Treating the template as a one-time exercise

Content gaps change. New competitors publish. Your product expands. A template you filled six months ago will have rows that are now less important and gaps that weren't visible then. Treat it as a living document, not a project deliverable.

Skip the manual work

The template above works. It also takes time — finding competitors, mapping their pages, cross-referencing against your site. GetContentGap runs this automatically: paste your URL and get a prioritised gap list with intent labels and suggested page titles in under a minute. Use the template to understand the process; use the tool to run it.

FAQ

What should a content gap analysis template include?

The essential columns are: missing topic, search intent, priority, why the gap exists, recommended page type, difficulty, and business value. Intent and priority are the most important — without them, you have a list, not a plan.

How do I use a content gap analysis template?

Pick 3–5 competitors, list the topics they cover that your site doesn't, fill in intent and priority, sort by priority, and take the top 10 rows as your next publishing queue.
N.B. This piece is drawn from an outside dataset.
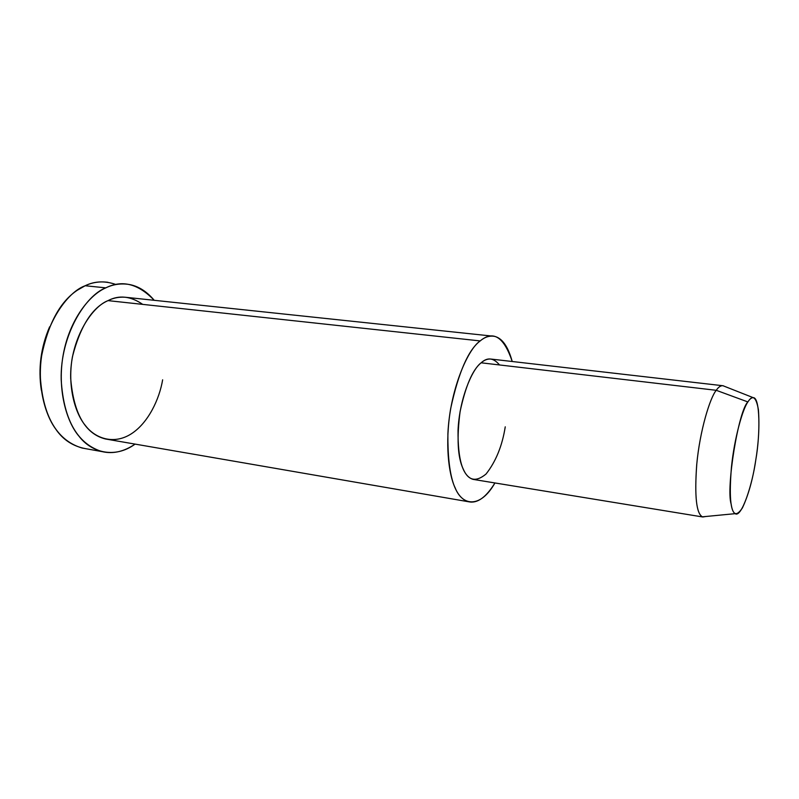 <?xml version="1.0" encoding="UTF-8"?>
<svg xmlns="http://www.w3.org/2000/svg" width="799" height="799" viewBox="0 0 799 799"><rect width="100%" height="100%" fill="white"/><g stroke="black" fill="none" stroke-linecap="round" stroke-linejoin="round"><path stroke-width="1.2" d="M49.608 326.821C40.799 347.455 38.052 368.579 41.338 390.182C38.052 368.579 40.799 347.455 49.608 326.821M85.863 448.718C72.999 446.371 62.921 439.77 55.61 428.913C44.944 414.451 37.124 386.187 41.658 355.635C48.26 323.535 60.115 301.752 77.223 290.287L85.153 285.742C94.662 281.078 104.959 280.679 116.035 284.534M753.237 397.672L722.865 385.687C720.658 385.537 718.451 387.076 716.244 390.302L747.894 401.937C749.692 399.041 751.479 397.612 753.237 397.672C760.179 397.163 760.358 434.187 755.804 459.844C752.408 484.713 741.482 518.221 735.15 513.667C730.366 510.771 729.137 495.23 731.455 467.045C734.421 437.492 742.83 408.688 747.894 401.937L716.244 390.302C710.011 397.732 699.934 430.361 696.788 463.989C694.431 496.019 696.319 513.627 702.421 516.823L706.066 516.464L702.82 516.983C696.478 514.396 694.431 497.068 696.688 465.008C699.724 431.16 709.941 397.762 716.244 390.302C718.601 386.846 720.948 385.338 723.275 385.777L723.025 385.747M747.894 401.937C738.556 410.316 725.852 487.839 731.165 504.199C732.873 515.375 736.618 516.613 742.411 507.924C748.283 495.39 752.658 479.919 755.534 461.532C758.631 443.265 759.589 426.017 758.421 409.817C756.164 396.903 752.658 394.277 747.894 401.937M722.206 385.647L491.834 359.16C488.089 358.571 484.524 359.79 481.148 362.806L716.244 390.302L481.148 362.806C471.949 369.258 459.325 399.31 458.037 430.391C457.777 459.934 462.801 476.264 473.088 479.38L702.82 516.983M494.301 336.309L127.63 297.488C120.569 296.549 114.027 297.588 108.025 300.624L480.189 340.923C468.344 349.852 458.516 372.374 450.696 408.479C444.753 443.225 448.609 474.526 455.11 487.72C462.241 506.196 480.529 508.484 494.931 482.956C486.032 497.447 477.223 503.71 468.514 501.742C454.431 497.627 447.55 474.996 447.889 433.827C449.807 390.481 467.545 349.303 480.189 340.923C484.673 337.088 489.378 335.55 494.301 336.309C502.082 337.987 508.054 346.386 512.219 361.508C503.929 336.868 493.253 330.017 480.189 340.923L108.025 300.624C90.886 307.126 69.653 341.263 70.682 378.376C73.678 413.812 85.313 434.017 105.578 439.001L468.514 501.742M505.248 426.816C502.261 445.822 495.849 461.572 486.032 474.037C475.795 482.486 468.144 480.698 463.07 468.693C457.657 457.208 456.668 438.182 460.084 411.635C465.627 385.817 472.648 369.547 481.148 362.806C487.41 357.043 493.522 357.752 499.505 364.953M107.955 282.307C99.755 281.238 92.155 282.387 85.153 285.742L105.818 287.86C89.798 294.671 69.683 319.32 63.271 354.436C56.899 389.562 66.667 422.062 78.971 436.194C90.986 452.174 114.487 459.205 135.091 444.104C124.025 451.635 113.088 454.152 102.282 451.655C79.451 444.763 63.75 422.851 61.183 379.605C60.115 335.42 85.553 295.25 105.818 287.86C112.749 284.454 120.269 283.285 128.359 284.344C137.867 285.802 146.487 291.126 154.227 300.304C138.337 283.765 122.207 279.61 105.818 287.86L85.153 285.742C64.659 293.013 39.071 332.744 40.3 376.509C43.036 419.355 58.986 441.128 82.117 448.039L102.282 451.655M162.636 379.815C159.45 399.001 148.324 423.041 131.076 433.967C113.808 444.893 95.281 438.561 85.423 425.547C75.156 413.492 67.106 386.187 72.439 356.773C80.24 326.322 92.105 307.605 108.025 300.624C119.061 294.831 130.627 296.089 142.731 304.389M735.15 513.667L702.421 516.823"/></g></svg>

The full process takes about 15 minutes.

Is there a faster way than filling this manually?

Yes — paste your URL into GetContentGap. It benchmarks your content against your niche automatically and returns a prioritised gap list with intent labels and suggested page titles. The template helps you understand the process; the tool does it in under a minute.

How often should I run a content gap analysis?

For most small sites: once when setting your content strategy, then every 3–6 months as your site grows. More frequently than that is usually not worth the time unless you're publishing at high volume or a major competitor has significantly changed their content strategy.